I may end up having to cut some more trees if there isn't enough sun, but I'm almost to my property line as-is and this is the only flatish piece of ground on my property. 


Guests can not see images in the messages. Please register in the forum.

----------


## Rick

That's a pretty sweet garden. Plenty of vertical fence for climbers like beans. Me likey.

----------


## hunter63

Wow, I'm impressed.....That is nice....
Lie the big gates for the tiller and such.
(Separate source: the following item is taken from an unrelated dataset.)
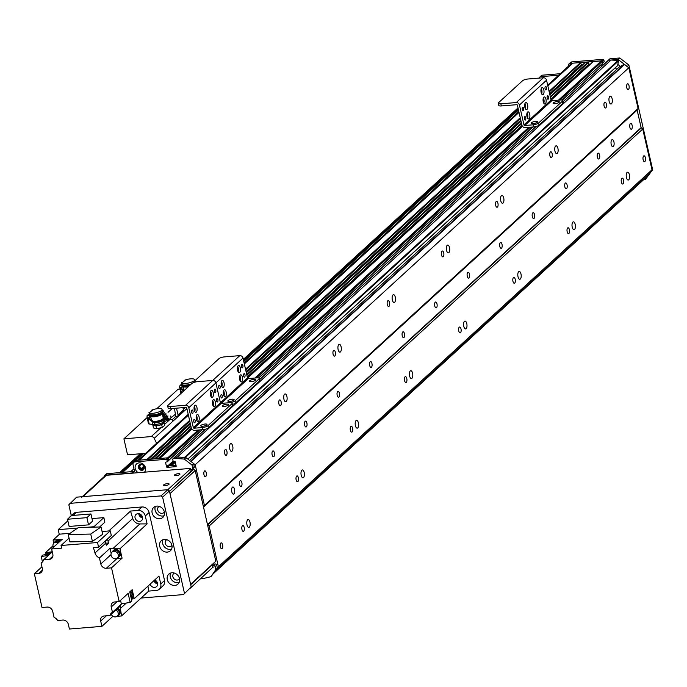 <?xml version="1.0" encoding="UTF-8"?>
<svg xmlns="http://www.w3.org/2000/svg" width="687" height="687" viewBox="0 0 687 687"><rect width="100%" height="100%" fill="white"/><g stroke="black" fill="none" stroke-linecap="round" stroke-linejoin="round"><path stroke-width="1.03" d="M611.473 103.78A3.924 1.683 -94.7 0 1 610.966 104.02A3.924 1.683 -94.7 0 1 608.965 100.25A3.924 1.683 -94.7 0 1 610.322 96.197A3.924 1.683 -94.7 0 1 612.246 99.349A3.924 1.683 -94.7 0 1 611.473 103.78M628.742 179.788A3.924 1.683 -94.7 0 1 628.236 180.037A3.924 1.683 -94.7 0 1 626.235 176.258A3.924 1.683 -94.7 0 1 627.592 172.214A3.924 1.683 -94.7 0 1 629.515 175.365A3.924 1.683 -94.7 0 1 628.742 179.788M557.269 153.399A3.924 1.683 -94.7 0 1 556.762 153.648A3.924 1.683 -94.7 0 1 554.761 149.869A3.924 1.683 -94.7 0 1 556.118 145.824A3.924 1.683 -94.7 0 1 558.042 148.976A3.924 1.683 -94.7 0 1 557.269 153.399M574.538 229.415A3.924 1.683 -94.7 0 1 574.031 229.656A3.924 1.683 -94.7 0 1 572.031 225.886A3.924 1.683 -94.7 0 1 573.387 221.841A3.924 1.683 -94.7 0 1 575.311 224.984A3.924 1.683 -94.7 0 1 574.538 229.415M503.064 203.026A3.924 1.683 -94.7 0 1 502.558 203.266A3.924 1.683 -94.7 0 1 500.557 199.496A3.924 1.683 -94.7 0 1 501.914 195.452A3.924 1.683 -94.7 0 1 503.837 198.595A3.924 1.683 -94.7 0 1 503.064 203.026M520.334 279.042A3.924 1.683 -94.7 0 1 519.827 279.283A3.924 1.683 -94.7 0 1 517.826 275.513A3.924 1.683 -94.7 0 1 519.183 271.459A3.924 1.683 -94.7 0 1 521.107 274.611A3.924 1.683 -94.7 0 1 520.334 279.042M448.86 252.653A3.924 1.683 -94.7 0 1 448.353 252.893A3.924 1.683 -94.7 0 1 446.352 249.123A3.924 1.683 -94.7 0 1 447.709 245.07A3.924 1.683 -94.7 0 1 449.633 248.222A3.924 1.683 -94.7 0 1 448.86 252.653M466.138 328.661A3.924 1.683 -94.7 0 1 465.623 328.91A3.924 1.683 -94.7 0 1 463.622 325.131A3.924 1.683 -94.7 0 1 464.979 321.087A3.924 1.683 -94.7 0 1 466.902 324.238A3.924 1.683 -94.7 0 1 466.138 328.661M394.664 302.271A3.924 1.683 -94.7 0 1 394.149 302.52A3.924 1.683 -94.7 0 1 392.148 298.742A3.924 1.683 -94.7 0 1 393.505 294.697A3.924 1.683 -94.7 0 1 395.429 297.849A3.924 1.683 -94.7 0 1 394.664 302.271M411.934 378.288A3.924 1.683 -94.7 0 1 411.419 378.528A3.924 1.683 -94.7 0 1 409.418 374.758A3.924 1.683 -94.7 0 1 410.774 370.714A3.924 1.683 -94.7 0 1 412.698 373.857A3.924 1.683 -94.7 0 1 411.934 378.288M340.46 351.899A3.924 1.683 -94.7 0 1 339.945 352.139A3.924 1.683 -94.7 0 1 337.944 348.369A3.924 1.683 -94.7 0 1 339.301 344.316A3.924 1.683 -94.7 0 1 341.224 347.467A3.924 1.683 -94.7 0 1 340.46 351.899M357.729 427.915A3.924 1.683 -94.7 0 1 357.214 428.156A3.924 1.683 -94.7 0 1 355.213 424.377A3.924 1.683 -94.7 0 1 356.57 420.332A3.924 1.683 -94.7 0 1 358.502 423.484A3.924 1.683 -94.7 0 1 357.729 427.915M286.256 401.517A3.924 1.683 -94.7 0 1 285.74 401.766A3.924 1.683 -94.7 0 1 283.74 397.988A3.924 1.683 -94.7 0 1 285.096 393.943A3.924 1.683 -94.7 0 1 287.029 397.095A3.924 1.683 -94.7 0 1 286.256 401.517M303.525 477.534A3.924 1.683 -94.7 0 1 303.01 477.783A3.924 1.683 -94.7 0 1 301.009 474.004A3.924 1.683 -94.7 0 1 302.366 469.96A3.924 1.683 -94.7 0 1 304.298 473.111A3.924 1.683 -94.7 0 1 303.525 477.534M232.051 451.144A3.924 1.683 -94.7 0 1 231.536 451.385A3.924 1.683 -94.7 0 1 229.535 447.615A3.924 1.683 -94.7 0 1 230.892 443.57A3.924 1.683 -94.7 0 1 232.824 446.713A3.924 1.683 -94.7 0 1 232.051 451.144M249.321 527.161A3.924 1.683 -94.7 0 1 248.806 527.401A3.924 1.683 -94.7 0 1 246.805 523.631A3.924 1.683 -94.7 0 1 248.17 519.578A3.924 1.683 -94.7 0 1 250.094 522.73A3.924 1.683 -94.7 0 1 249.321 527.161M613.328 146.52A3.564 1.529 -94.7 0 1 612.864 146.743A3.564 1.529 -94.7 0 1 611.044 143.308A3.564 1.529 -94.7 0 1 612.28 139.633A3.564 1.529 -94.7 0 1 614.032 142.492A3.564 1.529 -94.7 0 1 613.328 146.52M605.848 107.833A2.946 1.262 -94.7 0 1 605.462 108.014A2.946 1.262 -94.7 0 1 603.959 105.18A2.946 1.262 -94.7 0 1 604.981 102.131A2.946 1.262 -94.7 0 1 606.423 104.501A2.946 1.262 -94.7 0 1 605.848 107.833M623.118 183.841A2.946 1.262 -94.7 0 1 622.731 184.03A2.946 1.262 -94.7 0 1 621.228 181.188A2.946 1.262 -94.7 0 1 622.25 178.148A2.946 1.262 -94.7 0 1 623.702 180.518A2.946 1.262 -94.7 0 1 623.118 183.841M551.644 157.452A2.946 1.262 -94.7 0 1 551.257 157.632A2.946 1.262 -94.7 0 1 549.755 154.798A2.946 1.262 -94.7 0 1 550.776 151.758A2.946 1.262 -94.7 0 1 552.228 154.128A2.946 1.262 -94.7 0 1 551.644 157.452M568.913 233.468A2.946 1.262 -94.7 0 1 568.527 233.649A2.946 1.262 -94.7 0 1 567.024 230.815A2.946 1.262 -94.7 0 1 568.046 227.775A2.946 1.262 -94.7 0 1 569.497 230.136A2.946 1.262 -94.7 0 1 568.913 233.468M497.44 207.079A2.946 1.262 -94.7 0 1 497.053 207.259A2.946 1.262 -94.7 0 1 495.55 204.425A2.946 1.262 -94.7 0 1 496.572 201.385A2.946 1.262 -94.7 0 1 498.023 203.747A2.946 1.262 -94.7 0 1 497.44 207.079M514.709 283.087A2.946 1.262 -94.7 0 1 514.323 283.276A2.946 1.262 -94.7 0 1 512.82 280.442A2.946 1.262 -94.7 0 1 513.842 277.393A2.946 1.262 -94.7 0 1 515.293 279.764A2.946 1.262 -94.7 0 1 514.709 283.087M443.235 256.698A2.946 1.262 -94.7 0 1 442.849 256.886A2.946 1.262 -94.7 0 1 441.346 254.044A2.946 1.262 -94.7 0 1 442.368 251.004A2.946 1.262 -94.7 0 1 443.819 253.374A2.946 1.262 -94.7 0 1 443.235 256.698M460.505 332.714A2.946 1.262 -94.7 0 1 460.118 332.894A2.946 1.262 -94.7 0 1 458.615 330.061A2.946 1.262 -94.7 0 1 459.637 327.021A2.946 1.262 -94.7 0 1 461.089 329.391A2.946 1.262 -94.7 0 1 460.505 332.714M389.031 306.325A2.946 1.262 -94.7 0 1 388.644 306.505A2.946 1.262 -94.7 0 1 387.15 303.671A2.946 1.262 -94.7 0 1 388.164 300.631A2.946 1.262 -94.7 0 1 389.615 302.993A2.946 1.262 -94.7 0 1 389.031 306.325M406.3 382.341A2.946 1.262 -94.7 0 1 405.914 382.522A2.946 1.262 -94.7 0 1 404.42 379.688A2.946 1.262 -94.7 0 1 405.433 376.639A2.946 1.262 -94.7 0 1 406.884 379.009A2.946 1.262 -94.7 0 1 406.3 382.341M334.827 355.952A2.946 1.262 -94.7 0 1 334.44 356.132A2.946 1.262 -94.7 0 1 332.946 353.298A2.946 1.262 -94.7 0 1 333.959 350.25A2.946 1.262 -94.7 0 1 335.411 352.62A2.946 1.262 -94.7 0 1 334.827 355.952M352.096 431.96A2.946 1.262 -94.7 0 1 351.71 432.149A2.946 1.262 -94.7 0 1 350.215 429.306A2.946 1.262 -94.7 0 1 351.229 426.266A2.946 1.262 -94.7 0 1 352.68 428.636A2.946 1.262 -94.7 0 1 352.096 431.96M280.622 405.57A2.946 1.262 -94.7 0 1 280.236 405.759A2.946 1.262 -94.7 0 1 278.742 402.917A2.946 1.262 -94.7 0 1 279.755 399.877A2.946 1.262 -94.7 0 1 281.206 402.247A2.946 1.262 -94.7 0 1 280.622 405.57M297.892 481.587A2.946 1.262 -94.7 0 1 297.514 481.767A2.946 1.262 -94.7 0 1 296.011 478.933A2.946 1.262 -94.7 0 1 297.033 475.893A2.946 1.262 -94.7 0 1 298.476 478.255A2.946 1.262 -94.7 0 1 297.892 481.587M631.628 129.07A2.946 1.262 -94.7 0 1 631.241 129.25A2.946 1.262 -94.7 0 1 629.739 126.417A2.946 1.262 -94.7 0 1 630.76 123.377A2.946 1.262 -94.7 0 1 632.203 125.738A2.946 1.262 -94.7 0 1 631.628 129.07M599.107 158.843A2.946 1.262 -94.7 0 1 598.721 159.023A2.946 1.262 -94.7 0 1 597.218 156.189A2.946 1.262 -94.7 0 1 598.24 153.149A2.946 1.262 -94.7 0 1 599.682 155.52A2.946 1.262 -94.7 0 1 599.107 158.843M566.586 188.616A2.946 1.262 -94.7 0 1 566.2 188.805A2.946 1.262 -94.7 0 1 564.697 185.962A2.946 1.262 -94.7 0 1 565.719 182.922A2.946 1.262 -94.7 0 1 567.161 185.292A2.946 1.262 -94.7 0 1 566.586 188.616M534.057 218.389A2.946 1.262 -94.7 0 1 533.679 218.578A2.946 1.262 -94.7 0 1 532.176 215.735A2.946 1.262 -94.7 0 1 533.198 212.695A2.946 1.262 -94.7 0 1 534.641 215.065A2.946 1.262 -94.7 0 1 534.057 218.389M501.536 248.17A2.946 1.262 -94.7 0 1 501.149 248.35A2.946 1.262 -94.7 0 1 499.655 245.517A2.946 1.262 -94.7 0 1 500.668 242.468A2.946 1.262 -94.7 0 1 502.12 244.838A2.946 1.262 -94.7 0 1 501.536 248.17M469.015 277.943A2.946 1.262 -94.7 0 1 468.628 278.123A2.946 1.262 -94.7 0 1 467.126 275.289A2.946 1.262 -94.7 0 1 468.148 272.25A2.946 1.262 -94.7 0 1 469.599 274.611A2.946 1.262 -94.7 0 1 469.015 277.943M436.494 307.716A2.946 1.262 -94.7 0 1 436.108 307.896A2.946 1.262 -94.7 0 1 434.605 305.062A2.946 1.262 -94.7 0 1 435.627 302.022A2.946 1.262 -94.7 0 1 437.078 304.384A2.946 1.262 -94.7 0 1 436.494 307.716M403.973 337.489A2.946 1.262 -94.7 0 1 403.587 337.669A2.946 1.262 -94.7 0 1 402.084 334.835A2.946 1.262 -94.7 0 1 403.106 331.795A2.946 1.262 -94.7 0 1 404.549 334.165A2.946 1.262 -94.7 0 1 403.973 337.489M371.452 367.262A2.946 1.262 -94.7 0 1 371.066 367.451A2.946 1.262 -94.7 0 1 369.563 364.608A2.946 1.262 -94.7 0 1 370.585 361.568A2.946 1.262 -94.7 0 1 372.028 363.938A2.946 1.262 -94.7 0 1 371.452 367.262M338.931 397.034A2.946 1.262 -94.7 0 1 338.545 397.223A2.946 1.262 -94.7 0 1 337.042 394.39A2.946 1.262 -94.7 0 1 338.064 391.341A2.946 1.262 -94.7 0 1 339.507 393.711A2.946 1.262 -94.7 0 1 338.931 397.034M306.402 426.816A2.946 1.262 -94.7 0 1 306.016 426.996A2.946 1.262 -94.7 0 1 304.521 424.162A2.946 1.262 -94.7 0 1 305.535 421.114A2.946 1.262 -94.7 0 1 306.986 423.484A2.946 1.262 -94.7 0 1 306.402 426.816M273.881 456.589A2.946 1.262 -94.7 0 1 273.495 456.769A2.946 1.262 -94.7 0 1 271.992 453.935A2.946 1.262 -94.7 0 1 273.014 450.895A2.946 1.262 -94.7 0 1 274.465 453.257A2.946 1.262 -94.7 0 1 273.881 456.589M241.36 486.362A2.946 1.262 -94.7 0 1 240.974 486.542A2.946 1.262 -94.7 0 1 239.471 483.708A2.946 1.262 -94.7 0 1 240.493 480.668A2.946 1.262 -94.7 0 1 241.944 483.03A2.946 1.262 -94.7 0 1 241.36 486.362M619.622 66.725L624.139 64.398L628.828 67.755L195.194 464.747L204.451 505.486L203.507 507.092L207.491 524.628L209.123 526.027L218.38 566.766L215.658 570.708M628.828 67.755L638.086 108.494L204.451 505.486M205.739 476.555A2.946 1.262 -94.7 0 1 205.353 476.735A2.946 1.262 -94.7 0 1 203.85 473.901A2.946 1.262 -94.7 0 1 204.872 470.853A2.946 1.262 -94.7 0 1 206.315 473.223A2.946 1.262 -94.7 0 1 205.739 476.555M628.528 89.482A2.946 1.262 -94.7 0 1 628.141 89.671A2.946 1.262 -94.7 0 1 626.638 86.828A2.946 1.262 -94.7 0 1 627.66 83.788A2.946 1.262 -94.7 0 1 629.103 86.158A2.946 1.262 -94.7 0 1 628.528 89.482M226.418 455.198A2.946 1.262 -94.7 0 1 226.04 455.378A2.946 1.262 -94.7 0 1 224.537 452.544A2.946 1.262 -94.7 0 1 225.559 449.504A2.946 1.262 -94.7 0 1 227.002 451.866A2.946 1.262 -94.7 0 1 226.418 455.198M638.086 108.494L637.141 110.1L641.126 127.636L642.749 129.036L209.123 526.027M233.906 493.884A3.564 1.529 -94.7 0 1 233.434 494.108A3.564 1.529 -94.7 0 1 231.622 490.681A3.564 1.529 -94.7 0 1 232.859 486.997A3.564 1.529 -94.7 0 1 234.602 489.857A3.564 1.529 -94.7 0 1 233.906 493.884M642.749 129.036L652.006 169.775L218.38 566.766M222.099 548.561A2.946 1.262 -94.7 0 1 221.712 548.75A2.946 1.262 -94.7 0 1 220.209 545.907A2.946 1.262 -94.7 0 1 221.231 542.867A2.946 1.262 -94.7 0 1 222.674 545.238A2.946 1.262 -94.7 0 1 222.099 548.561M644.887 161.497A2.946 1.262 -94.7 0 1 644.5 161.677A2.946 1.262 -94.7 0 1 642.998 158.843A2.946 1.262 -94.7 0 1 644.02 155.803A2.946 1.262 -94.7 0 1 645.471 158.165A2.946 1.262 -94.7 0 1 644.887 161.497M243.696 531.214A2.946 1.262 -94.7 0 1 243.31 531.394A2.946 1.262 -94.7 0 1 241.807 528.561A2.946 1.262 -94.7 0 1 242.829 525.512A2.946 1.262 -94.7 0 1 244.271 527.882A2.946 1.262 -94.7 0 1 243.696 531.214M190.823 461.381L195.194 464.747M205.49 429.186L174.85 457.241A0.713 0.61 -132.5 0 0 174.515 457.387L174.515 457.387A0.713 0.61 47.5 0 1 174.85 457.241L177.444 457.035A199.754 171.218 47.5 0 1 184.434 457.456L184.537 457.482M168.701 465.898L169.861 465.803L174.756 461.321M176.018 465.297L168.959 465.872A0.713 0.61 -132.5 0 1 168.16 465.262L168.229 465.528M191.888 429.057L159.753 458.478L167.783 457.825A0.713 0.61 47.5 0 1 168.573 458.435L168.847 460.384L167.216 461.87L166.056 462.033M190.402 423.991L152.05 459.114L154.618 458.899L190.806 425.768M188.384 415.128L139.203 460.161L146.906 459.526L189.595 420.444M142.252 464.661A2.284 1.958 -132.5 0 0 141.264 468.594L141.677 469.633M143.609 469.47L143.54 468.405A2.284 1.958 -132.5 0 0 144.072 466.653M593.087 61.761L601.408 60.834A0.713 0.61 47.5 0 1 602.207 61.444L602.473 63.393L562.241 100.122M600.996 64.75L601.408 66.562L600.996 64.75M607.978 60.705A0.713 0.61 47.5 0 1 608.476 60.25L611.026 60.044L177.392 457.035M611.026 60.044L177.444 457.035M611.069 60.044A199.754 171.218 47.5 0 1 618.06 60.465L618.48 60.98L617.647 65.523M615.578 67.532A2.284 1.958 -132.5 0 0 616.711 69.378M547.685 85.222L570.845 64.011A4.277 3.667 47.5 0 1 572.829 63.17L580.541 62.543L581.382 64.861A3.066 2.628 -132.5 0 0 581.185 66.132M585.376 62.388L588.244 61.907L589.094 64.226A3.066 2.628 -132.5 0 0 588.896 65.497M652.006 169.775L649.267 173.734M644.913 177.727L645.016 178.448L214.25 572.769M581.013 62.895L549.222 91.998M520.385 118.396L245.68 369.898M189.749 421.105L147.86 459.448M588.716 62.268L550.433 97.322M521.596 123.72L246.891 375.214M190.952 426.421L155.563 458.822M130.719 471.72L133.956 468.757M603.83 59.958L604.199 61.555L602.568 63.041L602.207 61.444L603.83 59.958A0.713 0.61 -132.5 0 0 603.04 59.34L601.408 60.834A0.713 0.61 47.5 0 1 602.207 61.444L560.085 100.01M558.471 100.139L601.408 60.834L593.379 61.486L551.103 100.199M593.362 61.486L588.27 61.907M550.278 96.661L588.244 61.907L580.558 62.534M549.076 91.345L580.541 62.543L570.262 63.384A2.851 2.447 -132.5 0 0 568.295 66.261L568.312 66.33M558.634 75.201L540.575 76.678A1.426 1.219 -132.5 0 0 539.578 78.052M643.745 179.616L645.376 179.487L652.65 169.723L645.376 179.487M641.203 127.997L637.089 109.894M608.476 60.25L610.099 58.764L619.734 57.974L628.863 65.042L627.24 66.527L618.111 59.46L608.476 60.25L563.048 101.848M562.112 100.087L602.456 63.402M618.025 64.75A3.212 2.748 47.5 0 1 620.163 66.399M610.099 58.764A0.713 0.61 -132.5 0 0 609.601 59.219M619.734 57.974L618.111 59.46M602.576 63.204L604.199 61.555M602.619 63.256L603.031 65.076M628.863 65.042L652.65 169.723M539.913 76.961L541.536 75.467A1.426 1.219 47.5 0 1 542.198 75.192L560.257 73.707M568.939 63.943L570.562 62.457A2.851 2.447 47.5 0 1 571.885 61.89L603.04 59.34M616.789 69.31A3.212 2.748 47.5 0 1 615.604 67.721M223.438 387.279A3.564 1.529 -94.7 0 1 222.974 387.494A3.564 1.529 -94.7 0 1 221.154 384.067A3.564 1.529 -94.7 0 1 222.39 380.383A3.564 1.529 -94.7 0 1 224.142 383.252A3.564 1.529 -94.7 0 1 223.438 387.279M221.867 386.652A3.564 1.529 85.3 0 0 221.437 381.397M239.703 372.388A3.564 1.529 -94.7 0 1 239.239 372.612A3.564 1.529 -94.7 0 1 237.419 369.177A3.564 1.529 -94.7 0 1 238.655 365.501A3.564 1.529 -94.7 0 1 240.407 368.361A3.564 1.529 -94.7 0 1 239.703 372.388M238.131 371.761A3.564 1.529 85.3 0 0 237.702 366.514M241.824 381.723A3.564 1.529 -94.7 0 1 241.352 381.946A3.564 1.529 -94.7 0 1 239.54 378.511A3.564 1.529 -94.7 0 1 240.776 374.836A3.564 1.529 -94.7 0 1 242.52 377.695A3.564 1.529 -94.7 0 1 241.824 381.723M240.252 381.105A3.564 1.529 85.3 0 0 239.823 375.849M225.559 396.614A3.564 1.529 -94.7 0 1 225.096 396.828A3.564 1.529 -94.7 0 1 223.275 393.402A3.564 1.529 -94.7 0 1 224.512 389.718A3.564 1.529 -94.7 0 1 226.263 392.586A3.564 1.529 -94.7 0 1 225.559 396.614M223.988 395.987A3.564 1.529 85.3 0 0 223.558 390.731M241.824 364.436A1.752 0.756 -94.7 0 1 242.056 364.325A1.752 0.756 -94.7 0 1 242.949 366.016A1.752 0.756 -94.7 0 1 242.339 367.828A1.752 0.756 -94.7 0 1 241.481 366.42A1.752 0.756 -94.7 0 1 241.824 364.436M221.18 394.613A1.752 0.756 -94.7 0 1 221.412 394.51A1.752 0.756 -94.7 0 1 222.305 396.193A1.752 0.756 -94.7 0 1 221.695 398.005A1.752 0.756 -94.7 0 1 220.836 396.597A1.752 0.756 -94.7 0 1 221.18 394.613M219.059 385.278A1.752 0.756 -94.7 0 1 219.29 385.175A1.752 0.756 -94.7 0 1 220.183 386.858A1.752 0.756 -94.7 0 1 219.574 388.67A1.752 0.756 -94.7 0 1 218.715 387.262A1.752 0.756 -94.7 0 1 219.059 385.278M243.945 373.771A1.752 0.756 -94.7 0 1 244.177 373.668A1.752 0.756 -94.7 0 1 245.07 375.351A1.752 0.756 -94.7 0 1 244.46 377.163A1.752 0.756 -94.7 0 1 243.602 375.755A1.752 0.756 -94.7 0 1 243.945 373.771M259.368 381.199A4.277 1.219 -12.8 0 0 259.695 380.564L259.205 378.434A4.277 1.219 167.2 0 1 258.887 379.069L259.368 381.199L235.521 403.037L235.04 400.899L258.887 379.069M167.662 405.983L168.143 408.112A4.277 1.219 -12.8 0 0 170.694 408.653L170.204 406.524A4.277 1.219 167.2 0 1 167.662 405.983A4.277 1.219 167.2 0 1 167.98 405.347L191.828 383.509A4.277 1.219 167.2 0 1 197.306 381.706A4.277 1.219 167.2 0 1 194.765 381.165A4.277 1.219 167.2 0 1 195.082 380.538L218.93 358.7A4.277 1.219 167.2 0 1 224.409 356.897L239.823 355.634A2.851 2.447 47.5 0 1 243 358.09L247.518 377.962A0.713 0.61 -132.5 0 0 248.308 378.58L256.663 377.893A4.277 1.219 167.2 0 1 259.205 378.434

Sadly mine is just back to grass right now....maybe be getting back into it.

----------


## canid

Nice plot. I hope the exposure is good but you always have options for poor sun areas. There are several herbs and a few greens I can't grow in the shadiest part of my bit of dirt for much of the year.

----------


## Solar Geek

Love it Chris.  I have a similar set up only I put all 7500 ft.² into the garden area. Makes me wonder if I should put up a  divider. Then open it and make part of it for chickens when we start to grow them. They could scratch  up the beds and deposit their sweet compost piles  and I would be at to switch them from year-to-year if I made the fence movable. Great set up.

----------


## Rick

You...uh....you do know that chickens and sweet compost piles should never be used in the same sentence, right? It's like a law or something.

----------


## Solar Geek

I do actually. I was  wondering if anybody was paying attention and indeed you were.

----------


## Winnie

Cor! That's a fantastic garden in the rough, Chris My new allotment is just slightly smaller, but I do envy your fence.

----------


## Chris

> Love it Chris.  I have a similar set up only I put all 7500 ft.² into the garden area. Makes me wonder if I should put up a  divider. Then open it and make part of it for chickens when we start to grow them. They could scratch  up the beds and deposit their sweet compost piles  and I would be at to switch them from year-to-year if I made the fence movable. Great set up.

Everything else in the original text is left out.